FIG. 1 is a block diagram of a maximum likelihood receiver according to an embodiment of the present invention. FIG. 2 is a diagram showing a trellis representing a change in φ (t). FIG. 3 is a diagram showing a trellis of an envelope represented by I (t) = cos φ (t). FIG. 4 is a diagram showing an example of a degenerated path. FIG. 5 is a diagram showing error rate characteristics of the receiver of the present embodiment and the conventional receiver. FIG. 6 is a block diagram of a first conventional maximum likelihood receiver. FIG. 7 is a block diagram of a second conventional maximum likelihood receiver. 1 ... Input terminal, 2 ... Correlator for component extraction, 3 ... Basic waveform generator, 4 ... Basic waveform correlator, 5 ... Correlation memory, 6 ... Degenerate path memory, 7 ... Distance calculation Vessel, 8 ...
... A state determiner, 9... A state transition memory, 10.
11 ... output terminal, 61 ... matched filter, 62, 62-1 to 62
-5 ... sampling circuit, 63 ... maximum likelihood code sequence estimator, 71-
1-71-5: multiplier; 72-1 to 72-5: integrator.

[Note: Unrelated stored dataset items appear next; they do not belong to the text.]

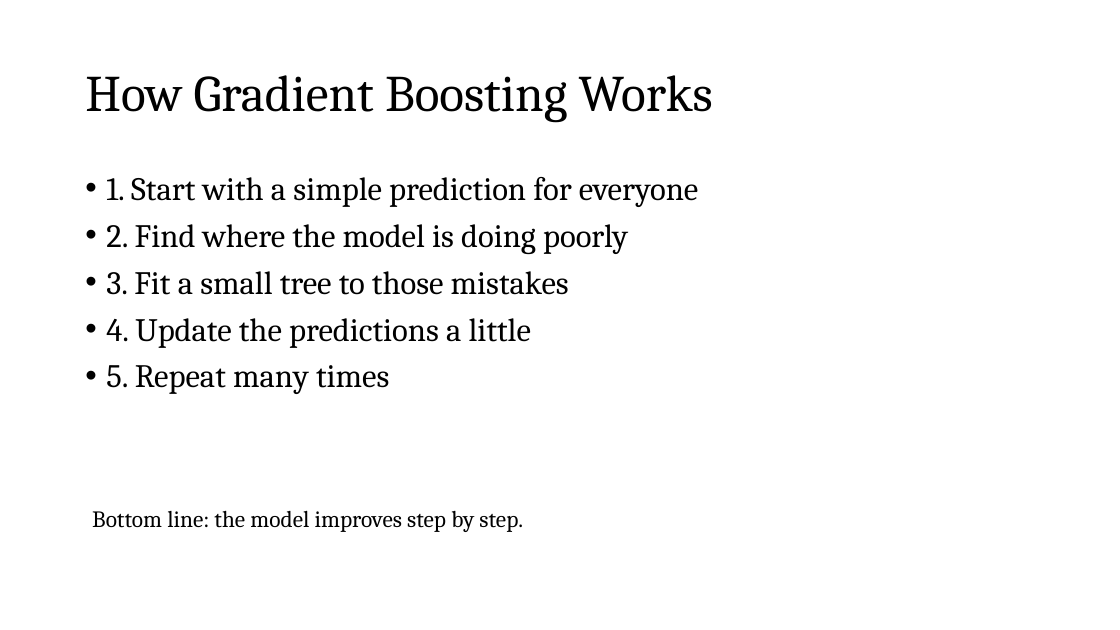
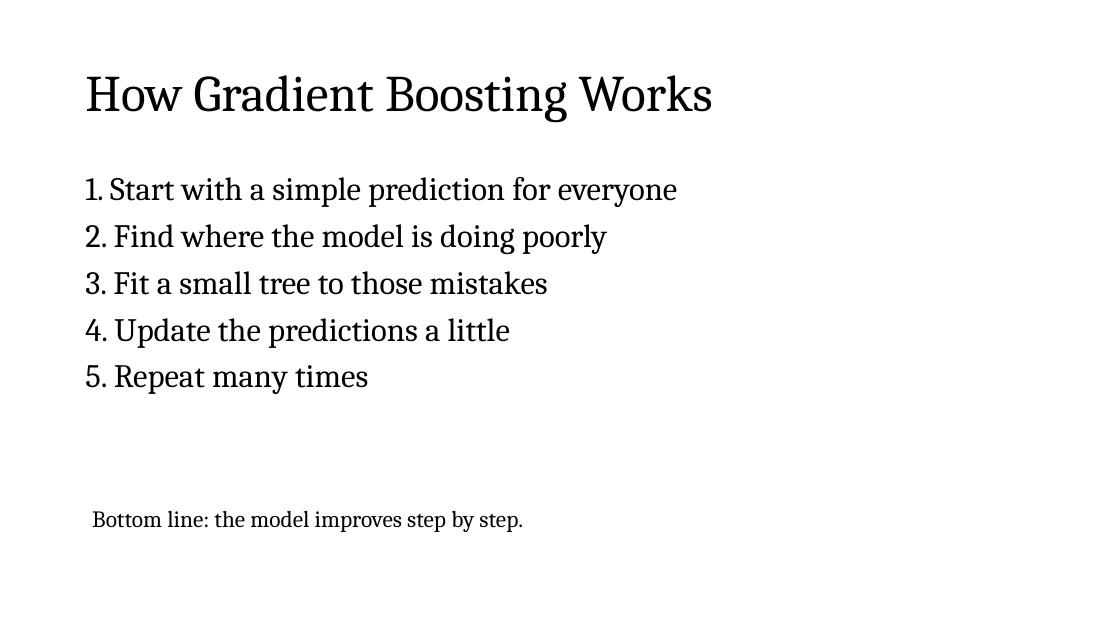
Before and after one commit to zjelveh/zjelveh.github.io, a slide deck: slide 4 of files/inst414_spring2026/lectures/lecture_9b_gbdt.pptx. Drawn at 1120x630 pixels with LibreOffice and Linux fonts; fonts in the diff are those of the drawing. Boxes give left, top, right and bottom in pixels: in the first picture for what was removed or moved away, otherwise in the second. Text is boxed around its words. In the diff, an @@ line names an element or a change of style, - is before the commit and + after.

```diff
--- a/files/inst414_spring2026/lectures/lecture_9b_gbdt.pptx
+++ b/files/inst414_spring2026/lectures/lecture_9b_gbdt.pptx
@@ text "1. Start with a simple ..." at (85,177,677,394): bullet • to none @@
```
Also in this commit, not shown: 1 other slide changed, 2 other files.

 ────────────────────────────────────────────────── ─── Continuation of front page (56) References Technical report of IEICE, Vol. 88, No. 40, p. 7-12 Proceedings of the 1988 IEICE Spring Conference, [Volume B-1], p. 1-476

Claims (2)

(57) [Claims] 1. A fundamental wave generating means for generating a fundamental wave corresponding to a modulated wave of a received digital signal; a correlating means for obtaining a correlation between the fundamental wave generated by the means and the received digital signal; A maximum likelihood code sequence estimating means for obtaining a maximum likelihood code sequence for the output, wherein the fundamental wave generating means detects a component of a specific code sequence included in the received digital signal, and A maximum likelihood receiver comprising: means (2) for obtaining a delay component included; and means (3) for generating a fundamental wave corresponding to each of the delay components. 2. A maximum likelihood code sequence estimating means, comprising: a correlation memory (5) for storing an output of the correlating means over a predetermined time slot; and a state up to a plurality of current states estimated on the receiving side. A state transition memory (9) for storing transition history data, a relation between a plurality of degenerate paths that extract a relative relation between state transition histories, and inner product values of signal waveforms of respective time slots in each path; And a degenerate path memory (6) for storing the relationship between the next degenerate path that is continuous with one degenerate path; storage contents of the correlation memory; output of means for obtaining a delay component; A distance calculator (7) for calculating a signal spatial distance in a time slot to a next state continuous with a plurality of current states based on the stored contents and the stored contents of the degenerated path memory; And a means for outputting a code of a code sequence corresponding to a state history of a state having the smallest cumulative signal spatial distance of a plurality of determined current states. Item 2. The maximum likelihood receiver according to Item 1.